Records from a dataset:
= = = = = = =
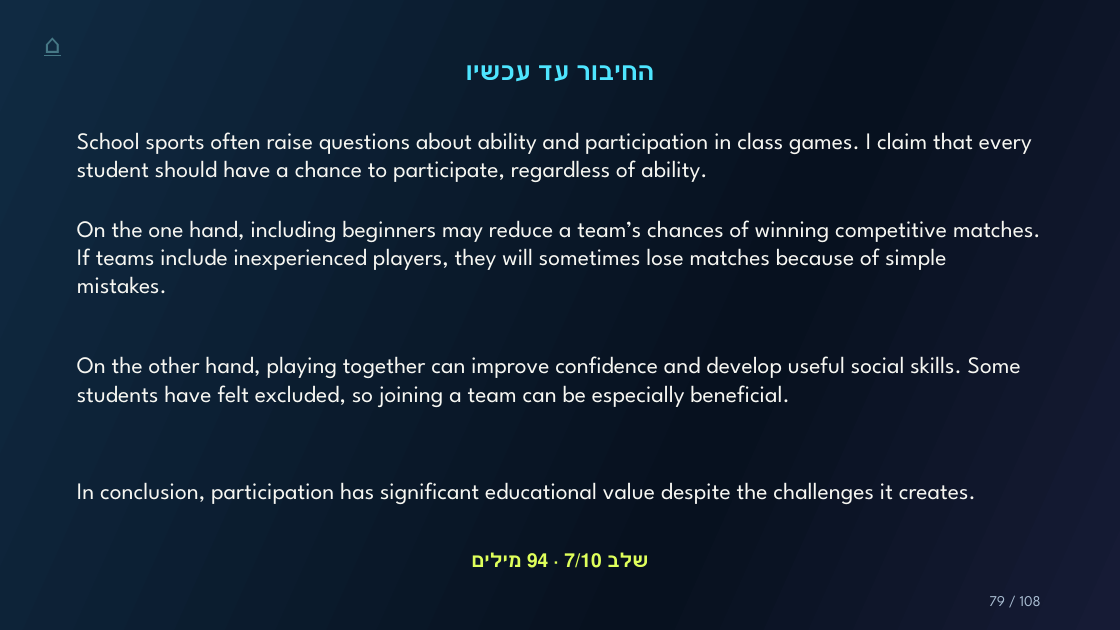
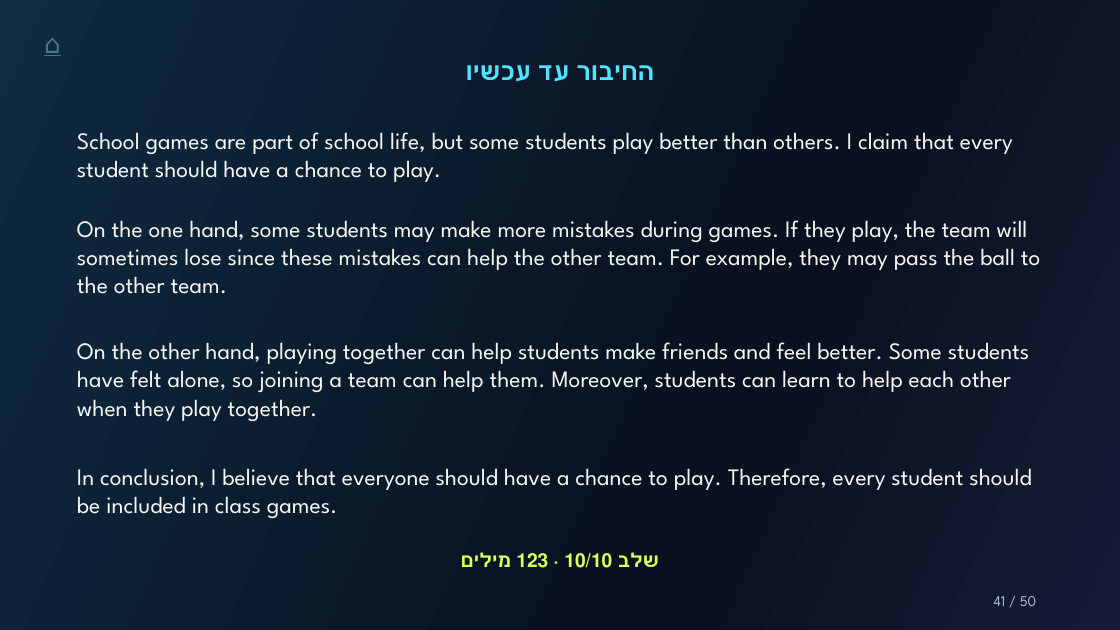
Before and after one commit to Simonh68/teachers, a slide deck: slide 41 of grade11/grammar-in-an-essay/files/grammar-in-an-essay.pptx (slide 79 before the commit). Drawn at 1120x630 pixels with LibreOffice and Linux fonts; fonts in the diff are those of the drawing. Boxes give left, top, right and bottom in pixels: in the first picture for what was removed or moved away, otherwise in the second. Text is boxed around its words. In the diff, an @@ line names an element or a change of style, - is before the commit and + after.

```diff
--- a/grade11/grammar-in-an-essay/files/grammar-in-an-essay.pptx
+++ b/grade11/grammar-in-an-essay/files/grammar-in-an-essay.pptx
@@ text at (77, 132, 1013, 182): text changed @@
-School sports often raise questions about ability and participation in class games. I claim that every student should have a chance to participate, regardless of ability.
+School games are part of school life, but some students play better than others. I claim that every student should have a chance to play.
@@ text at (77, 220, 1041, 294): text changed @@
-On the one hand, including beginners may reduce a team’s chances of winning competitive matches. If teams include inexperienced players, they will sometimes lose matches because of simple mistakes.
+On the one hand, some students may make more mistakes during games. If they play, the team will sometimes lose since these mistakes can help the other team. For example, they may pass the ball to the other team.
@@ text at (77, 342, 1030, 421): text changed @@
-On the other hand, playing together can improve confidence and develop useful social skills. Some students have felt excluded, so joining a team can be especially beneficial.
+On the other hand, playing together can help students make friends and feel better. Some students have felt alone, so joining a team can help them. Moreover, students can learn to help each other when they play together.
@@ text at (77, 468, 1032, 518): text changed @@
-In conclusion, participation has significant educational value despite the challenges it creates.
+In conclusion, I believe that everyone should have a chance to play. Therefore, every student should be included in class games.
@@ text at (564, 553, 612, 568): text changed @@
-שלב 7/10 · 94 מילים
+שלב 10/10 · 123 מילים
@@ text at (994, 596, 1036, 606): text changed @@
-79 / 108
+41 / 50
```
Also in this commit, not shown: 17 other slides changed, 32 slides added, 90 slides removed, 6 other files.
= = = = = = =
## What to produce
Every line with "changed" in it should be copied from the entries above.

## Finished exercise
@@ text at (77, 132, 1013, 182): text changed @@
@@ text at (77, 220, 1041, 294): text changed @@
@@ text at (77, 342, 1030, 421): text changed @@
@@ text at (77, 468, 1032, 518): text changed @@
@@ text at (564, 553, 612, 568): text changed @@
@@ text at (994, 596, 1036, 606): text changed @@
Also in this commit, not shown: 17 other slides changed, 32 slides added, 90 slides removed, 6 other files.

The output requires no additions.